Iran's supporters shout during the FIVB Men's Volleyball World Championship first round match between Iran and Italy in Milan September 27, 2010. 

© 2010 Reuters

Women’s rights are severely restricted in Iran, to the point where women are even forbidden from watching men’s sports in stadiums. That ban includes Iran’s national obsession – volleyball.
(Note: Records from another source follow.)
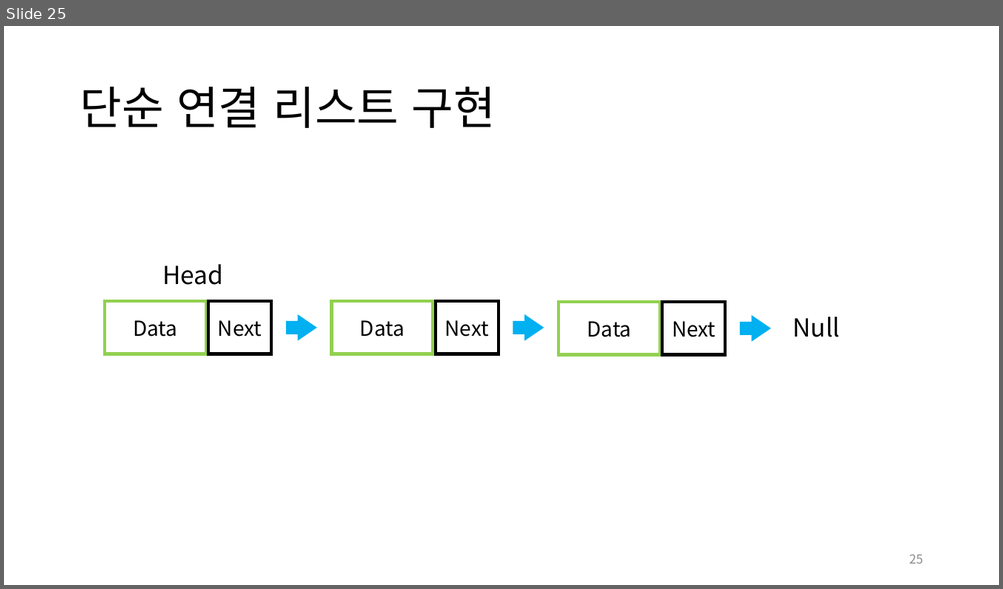
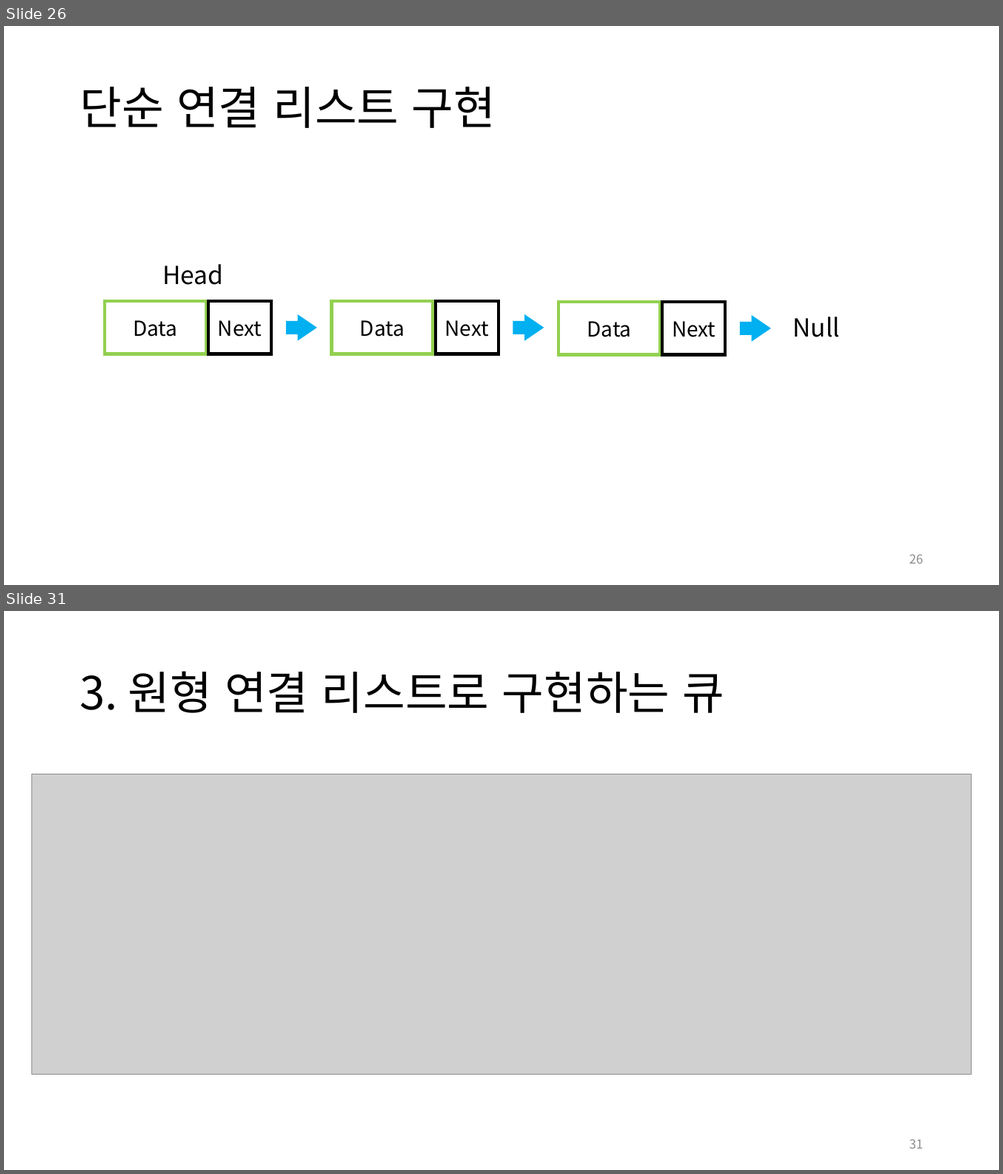
Before and after one commit to jm-kor-00/Seed_23-2nd, a slide deck: 1st/2학기_씨앗_1회.pptx. Shown one above the other, each under a label of ours: slide 25 before the commit, slides 26 and 31 after it; the slides between them are not shown. The pictures are 1003x589 and 1003x1174 pixels, drawn with LibreOffice and Linux fonts; fonts in the diff are those of the drawing; grey boxes stand for pictures. Boxes give left, top, right and bottom in pixels: in the first picture for what was removed or moved away, otherwise in the second. Text is boxed around its words. In the diff, an @@ line names an element or a change of style, - is before the commit and + after.

```diff
--- a/1st/2학기_씨앗_1회.pptx
+++ b/1st/2학기_씨앗_1회.pptx
@@ slide 31 added at [4,611,999,1170], background #FFFFFF @@
@@ title added at [79,671,725,713], 44 pt, text #000000 @@
+3. 원형 연결 리스트로 구현하는 큐
@@ picture added at [31,775,971,1074] @@
@@ page number added at [909,1139,923,1149], 12 pt, text #8C8C8C @@
+31
@@ what was slide 25 is now slide 26 @@
@@ page number at [909,554,923,564]: text changed @@
-25
+26
```
Also in this commit, not shown: 4 slides changed, 8 other slides added, 2 other files.

Human Rights Watch is launching a new campaign, #Watch4Women, to support Iranian women fighting this ugly discrimination. What we’re asking is simple: that the International Volleyball Federation, known as the FIVB, uphold its own rules and agree not to allow Iran to host future tournaments – unless it allows Iranian women to attend. 

The ban on women in sports stadiums is emblematic of the repression of women across the country. Women confront serious discrimination on issues such as marriage, divorce, and child custody. Women have been sent to jail for publicly speaking out in favor of equal rights for women. Because the government wants Iran’s population to grow, it’s even moving to ban voluntary medical procedures women can undergo to avoid becoming pregnant. And that’s just the beginning.

It’s not just women who are repressed in Iran. Anyone who openly criticizes the government risks being thrown in jail. The government also discriminates against ethnic communities like the Kurds and Balochs, as well as people belonging to the Baha’i faith.

How else are women’s rights restricted in Iran?

Iran holds regular elections, and its president, Hassan Rouhani, says he wants reforms, as do many Iranians. But much of the country’s power lies with Ayatollah Ali Khamenei, Iran’s supreme leader. Khamenei’s office oversees Iran’s military, judicial courts, and the media. A conservative newspaper that has often supported the Ayatollah described the notion of "gender equality" as "unacceptable to the Islamic Republic." 

You see this played out across women’s lives. Women in Iran are forced to wear the hijab, the headscarf worn by some Muslim women, in public. This even applies to young schoolgirls, who are required to wear the head covering to attend elementary school.

Moreover, married women can’t even leave the country without their husband’s permission. In fact, in September the captain of Iran’s female football (soccer) team, Niloufar Ardalan, couldn’t play in an international tournament in Malaysia because her husband forbade her from traveling.

Women attend Friday prayers in Tehran February 4, 2011

© 2011 Reuters

Iran does allow women to play sports, like football and volleyball. But none of these women are allowed to do something as simple as watch men play volleyball, even if their brothers, sons, or husbands are playing. In fact, Ghoncheh Ghavami, 25, a dual Iranian-British national, was arrested when she tried to attend a volleyball game in Tehran.  Police are often posted around stadiums, in part to keep women out.

Convincing Iran to allow women to watch sports would be an important initial step toward ensuring that women – and others – enjoy the freedom they’re entitled to.

Iran isn’t the only country that discriminates against women when it comes to sports. Saudi Arabia doesn’t even let girls in state-funded schools take gym class, and the country stops Saudi women from watching men play football in stadiums. For those pushing for change in the Middle East region, there is much work to be done to improve the lives of women.

What other human rights abuses happen in Iran?

Jason Rezaian, an Iranian-American correspondent for the Washington Post, smiles as he attends a presidential campaign of President Hassan Rouhani on April 11, 2013 in Tehran, Iran.

© 2013 Associated Press

Across the board, Iran’s human rights situation is dire. It’s hard to say what tops the list of abuses, but there are severe restrictions on free speech in Iran. Iran is one of the world’s biggest jailers of journalists, bloggers and social media activists, says Reporters Without Borders. It’s the kind of place where even a Facebook post could land someone in jail. Iran has unfairly imprisoned the Washington Post correspondent, Jason Rezaian, who is still behind bars. In Iran, people go to jail for “insulting” the supreme leader, president, or other government officials – something that should never be a crime.

In May, 2014, police arrested four young men and three women who created a video of themselves dancing together to Pharrell Williams’ hit song, “Happy,” which went viral on YouTube. The charges against them included engaging in “illicit relations.”

How does the Iran nuclear deal play into human rights?

You may have heard in the news that over the summer, Iran signed a nuclear deal with other world powers. This means that Iran has agreed to limit its nuclear program in exchange for other countries lifting sanctions, which limit Iran’s trade and hurt its economy.

Now that the nuclear deal is done, Human Rights Watch believes the rest of the world should pressure Iran to reform and treat all of its citizens with dignity.